Thoroughly satisfied with my previous experience, I once again decided to trek with IndiaHikes (a trekking community). We had chosen Har-ki-Dun and it was the prospect of walking in snow that excited many in our group. While we were busy planning Har-ki-Dun, destiny had something else in store for us.  Just a fortnight before the trek, we got to know Har-ki-Dun was cancelled as the government had decided not to allow winter trekking in the area. IndiaHikes gave us the option of taking our money back or trek Kuari Pass instead. We chose the latter as we already had booked our tickets to Dehradun. I for one, was totally disheartened and my enthusiasm subsided considerably.

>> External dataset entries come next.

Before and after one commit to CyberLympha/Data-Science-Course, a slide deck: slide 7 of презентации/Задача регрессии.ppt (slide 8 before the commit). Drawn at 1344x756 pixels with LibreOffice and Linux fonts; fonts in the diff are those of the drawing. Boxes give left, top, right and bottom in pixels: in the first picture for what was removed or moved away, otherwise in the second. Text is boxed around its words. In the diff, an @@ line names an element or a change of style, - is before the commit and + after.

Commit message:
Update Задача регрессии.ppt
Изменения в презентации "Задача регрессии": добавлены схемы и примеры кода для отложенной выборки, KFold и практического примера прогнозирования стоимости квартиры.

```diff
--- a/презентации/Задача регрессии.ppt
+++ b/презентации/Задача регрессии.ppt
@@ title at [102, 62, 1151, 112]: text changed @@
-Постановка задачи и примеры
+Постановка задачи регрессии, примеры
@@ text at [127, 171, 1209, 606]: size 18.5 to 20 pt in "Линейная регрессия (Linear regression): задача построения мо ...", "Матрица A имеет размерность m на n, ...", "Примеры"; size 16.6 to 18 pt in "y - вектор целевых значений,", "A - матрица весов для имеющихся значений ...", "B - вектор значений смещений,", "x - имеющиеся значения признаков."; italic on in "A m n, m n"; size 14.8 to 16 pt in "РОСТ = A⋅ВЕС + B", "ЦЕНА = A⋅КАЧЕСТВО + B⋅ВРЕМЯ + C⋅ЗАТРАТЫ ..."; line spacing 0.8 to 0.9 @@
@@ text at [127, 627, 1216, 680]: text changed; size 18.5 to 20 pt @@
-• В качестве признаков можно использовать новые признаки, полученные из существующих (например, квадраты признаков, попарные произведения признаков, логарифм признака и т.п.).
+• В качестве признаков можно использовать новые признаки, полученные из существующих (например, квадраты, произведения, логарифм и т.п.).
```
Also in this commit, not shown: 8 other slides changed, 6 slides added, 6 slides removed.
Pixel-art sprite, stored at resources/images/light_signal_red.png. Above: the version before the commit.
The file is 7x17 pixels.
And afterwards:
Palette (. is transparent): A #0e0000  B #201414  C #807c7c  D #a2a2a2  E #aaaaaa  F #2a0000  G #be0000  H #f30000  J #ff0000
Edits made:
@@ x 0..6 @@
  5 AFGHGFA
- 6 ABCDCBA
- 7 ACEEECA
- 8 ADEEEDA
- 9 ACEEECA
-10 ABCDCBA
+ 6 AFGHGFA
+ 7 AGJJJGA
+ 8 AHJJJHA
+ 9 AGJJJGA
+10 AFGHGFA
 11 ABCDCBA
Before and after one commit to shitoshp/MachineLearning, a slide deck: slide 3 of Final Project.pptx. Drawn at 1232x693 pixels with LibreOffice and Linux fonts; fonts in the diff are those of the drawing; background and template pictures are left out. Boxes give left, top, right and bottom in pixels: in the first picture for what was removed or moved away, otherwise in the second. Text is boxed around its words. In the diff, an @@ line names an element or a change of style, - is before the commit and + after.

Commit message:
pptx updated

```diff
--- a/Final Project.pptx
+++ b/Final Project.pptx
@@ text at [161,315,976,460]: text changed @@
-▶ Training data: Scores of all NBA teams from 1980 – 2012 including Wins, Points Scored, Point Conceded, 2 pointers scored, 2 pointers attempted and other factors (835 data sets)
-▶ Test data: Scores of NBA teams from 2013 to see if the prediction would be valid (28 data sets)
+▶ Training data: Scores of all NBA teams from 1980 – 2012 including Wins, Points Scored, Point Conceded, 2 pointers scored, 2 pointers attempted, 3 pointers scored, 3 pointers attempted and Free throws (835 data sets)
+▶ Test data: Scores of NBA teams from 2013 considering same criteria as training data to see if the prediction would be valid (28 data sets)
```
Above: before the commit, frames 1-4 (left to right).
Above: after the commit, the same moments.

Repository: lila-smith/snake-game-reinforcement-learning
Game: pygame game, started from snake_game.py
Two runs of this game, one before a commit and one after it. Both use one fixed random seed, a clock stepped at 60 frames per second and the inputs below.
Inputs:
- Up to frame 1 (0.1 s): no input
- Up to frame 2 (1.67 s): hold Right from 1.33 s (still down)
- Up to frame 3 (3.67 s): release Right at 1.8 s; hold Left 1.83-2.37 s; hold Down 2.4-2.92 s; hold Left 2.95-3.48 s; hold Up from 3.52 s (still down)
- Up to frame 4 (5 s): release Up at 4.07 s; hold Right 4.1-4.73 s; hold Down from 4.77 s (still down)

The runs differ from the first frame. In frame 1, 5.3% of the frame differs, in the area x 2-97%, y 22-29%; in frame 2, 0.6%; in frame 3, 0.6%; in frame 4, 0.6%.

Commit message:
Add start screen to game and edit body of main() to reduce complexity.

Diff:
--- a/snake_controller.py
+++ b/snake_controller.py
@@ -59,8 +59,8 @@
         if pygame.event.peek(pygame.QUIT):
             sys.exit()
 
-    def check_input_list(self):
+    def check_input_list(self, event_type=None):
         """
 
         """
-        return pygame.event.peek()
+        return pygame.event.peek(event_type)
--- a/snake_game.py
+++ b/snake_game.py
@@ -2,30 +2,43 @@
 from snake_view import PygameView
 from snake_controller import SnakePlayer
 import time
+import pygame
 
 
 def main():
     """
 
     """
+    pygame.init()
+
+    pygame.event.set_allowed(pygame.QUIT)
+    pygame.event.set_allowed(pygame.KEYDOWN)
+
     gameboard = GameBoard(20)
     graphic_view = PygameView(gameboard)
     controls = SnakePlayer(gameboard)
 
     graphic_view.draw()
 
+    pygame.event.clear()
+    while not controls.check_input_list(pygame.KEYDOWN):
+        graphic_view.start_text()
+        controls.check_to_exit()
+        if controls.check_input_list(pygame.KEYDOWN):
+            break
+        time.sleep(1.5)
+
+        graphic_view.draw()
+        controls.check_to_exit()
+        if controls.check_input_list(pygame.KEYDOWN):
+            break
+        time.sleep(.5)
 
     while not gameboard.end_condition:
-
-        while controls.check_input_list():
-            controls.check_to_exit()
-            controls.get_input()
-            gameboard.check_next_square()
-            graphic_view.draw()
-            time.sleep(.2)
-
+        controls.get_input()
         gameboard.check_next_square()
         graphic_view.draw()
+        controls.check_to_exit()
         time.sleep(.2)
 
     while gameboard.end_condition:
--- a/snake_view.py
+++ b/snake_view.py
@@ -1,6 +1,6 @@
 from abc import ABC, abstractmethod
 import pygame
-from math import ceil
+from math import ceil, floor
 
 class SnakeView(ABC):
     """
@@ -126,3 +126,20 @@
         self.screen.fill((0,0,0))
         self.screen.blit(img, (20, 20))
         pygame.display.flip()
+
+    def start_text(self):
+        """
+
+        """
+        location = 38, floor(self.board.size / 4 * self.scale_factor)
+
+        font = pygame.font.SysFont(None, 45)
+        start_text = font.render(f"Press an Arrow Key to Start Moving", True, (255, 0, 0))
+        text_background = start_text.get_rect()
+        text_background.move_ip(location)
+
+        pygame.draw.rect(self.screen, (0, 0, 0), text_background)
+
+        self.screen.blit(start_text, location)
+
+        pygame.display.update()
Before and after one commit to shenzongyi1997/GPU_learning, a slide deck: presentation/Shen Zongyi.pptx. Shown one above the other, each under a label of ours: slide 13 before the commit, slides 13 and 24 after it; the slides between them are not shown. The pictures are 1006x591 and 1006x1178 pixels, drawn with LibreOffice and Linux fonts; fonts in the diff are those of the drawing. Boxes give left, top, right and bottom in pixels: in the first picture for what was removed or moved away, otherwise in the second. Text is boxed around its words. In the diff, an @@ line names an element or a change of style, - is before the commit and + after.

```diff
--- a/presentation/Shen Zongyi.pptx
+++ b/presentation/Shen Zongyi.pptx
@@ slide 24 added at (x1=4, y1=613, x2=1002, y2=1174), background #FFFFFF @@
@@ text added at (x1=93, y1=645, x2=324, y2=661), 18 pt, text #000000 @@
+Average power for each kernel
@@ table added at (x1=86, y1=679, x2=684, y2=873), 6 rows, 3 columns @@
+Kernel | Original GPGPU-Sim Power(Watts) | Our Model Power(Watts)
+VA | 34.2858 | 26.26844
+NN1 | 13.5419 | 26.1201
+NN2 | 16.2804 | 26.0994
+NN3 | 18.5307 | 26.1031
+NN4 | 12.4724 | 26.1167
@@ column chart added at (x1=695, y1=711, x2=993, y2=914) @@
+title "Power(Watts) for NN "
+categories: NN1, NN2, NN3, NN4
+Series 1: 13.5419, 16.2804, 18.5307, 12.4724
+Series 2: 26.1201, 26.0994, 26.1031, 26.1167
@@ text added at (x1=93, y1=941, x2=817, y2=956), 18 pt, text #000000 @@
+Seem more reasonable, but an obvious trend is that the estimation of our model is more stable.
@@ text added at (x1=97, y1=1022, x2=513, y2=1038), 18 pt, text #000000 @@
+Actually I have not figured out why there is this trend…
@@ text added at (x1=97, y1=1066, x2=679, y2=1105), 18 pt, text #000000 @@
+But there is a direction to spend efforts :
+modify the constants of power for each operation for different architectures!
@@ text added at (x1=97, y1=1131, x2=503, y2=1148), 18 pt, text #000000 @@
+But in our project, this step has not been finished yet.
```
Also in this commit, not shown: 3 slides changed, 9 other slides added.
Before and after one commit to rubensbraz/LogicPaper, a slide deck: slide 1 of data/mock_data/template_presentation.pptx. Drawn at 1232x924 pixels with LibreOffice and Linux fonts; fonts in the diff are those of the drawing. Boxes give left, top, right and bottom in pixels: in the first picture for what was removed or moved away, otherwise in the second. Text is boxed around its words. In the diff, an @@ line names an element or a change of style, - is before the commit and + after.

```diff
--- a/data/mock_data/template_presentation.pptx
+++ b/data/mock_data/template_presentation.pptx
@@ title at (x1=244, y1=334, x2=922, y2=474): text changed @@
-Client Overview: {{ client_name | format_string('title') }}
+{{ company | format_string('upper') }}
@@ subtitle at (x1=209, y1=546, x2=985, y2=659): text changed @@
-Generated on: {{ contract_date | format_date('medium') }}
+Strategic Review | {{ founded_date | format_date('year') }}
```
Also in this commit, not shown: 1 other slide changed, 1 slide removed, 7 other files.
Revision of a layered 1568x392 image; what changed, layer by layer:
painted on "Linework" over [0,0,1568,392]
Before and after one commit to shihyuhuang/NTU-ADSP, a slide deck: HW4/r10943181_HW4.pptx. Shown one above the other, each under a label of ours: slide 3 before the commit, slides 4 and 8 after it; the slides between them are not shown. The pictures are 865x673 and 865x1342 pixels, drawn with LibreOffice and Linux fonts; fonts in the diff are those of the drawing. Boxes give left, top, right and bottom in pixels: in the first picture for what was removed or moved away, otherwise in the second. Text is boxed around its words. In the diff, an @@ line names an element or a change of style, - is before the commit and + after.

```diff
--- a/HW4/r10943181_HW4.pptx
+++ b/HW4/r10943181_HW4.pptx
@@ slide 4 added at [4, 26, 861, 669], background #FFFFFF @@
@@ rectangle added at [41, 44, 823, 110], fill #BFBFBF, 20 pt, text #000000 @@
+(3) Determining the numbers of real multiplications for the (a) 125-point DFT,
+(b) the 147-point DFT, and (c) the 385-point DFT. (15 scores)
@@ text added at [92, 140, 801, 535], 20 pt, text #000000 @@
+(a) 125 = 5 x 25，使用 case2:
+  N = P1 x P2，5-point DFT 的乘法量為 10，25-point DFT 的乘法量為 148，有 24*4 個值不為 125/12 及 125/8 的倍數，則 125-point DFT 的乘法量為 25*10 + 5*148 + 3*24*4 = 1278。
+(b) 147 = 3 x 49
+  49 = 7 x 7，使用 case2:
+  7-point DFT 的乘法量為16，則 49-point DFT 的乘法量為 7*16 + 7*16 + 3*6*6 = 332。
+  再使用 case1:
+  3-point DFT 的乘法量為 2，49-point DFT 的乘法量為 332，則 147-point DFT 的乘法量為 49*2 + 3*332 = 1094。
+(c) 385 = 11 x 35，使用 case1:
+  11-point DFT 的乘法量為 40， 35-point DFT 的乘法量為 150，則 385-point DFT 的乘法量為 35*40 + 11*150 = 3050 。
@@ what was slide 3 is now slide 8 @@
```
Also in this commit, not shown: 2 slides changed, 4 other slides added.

The reason being Kuari Pass wasn’t rated amongst the top 10 Himalayan treks by IndiaHikes. Well, the saying ‘whatever happens is always for the best’ revealed itself later during the trek.

This time, we traveled to Joshimath from Dehradun. Needless to say this was yet another journey that is etched in our memories forever. As we passed through the ‘Panch Prayag’ (Vishnuprayag, Nandaprayag, Karnaprayag, Rudraprayag, and Devprayag) one by one with Mother Ganges in all her glory for constant company, it was a journey through paradise. By the time we reached Joshimath, dusk had set in. However, even after travelling for 12 hours on road there was no exhaustion whatsoever.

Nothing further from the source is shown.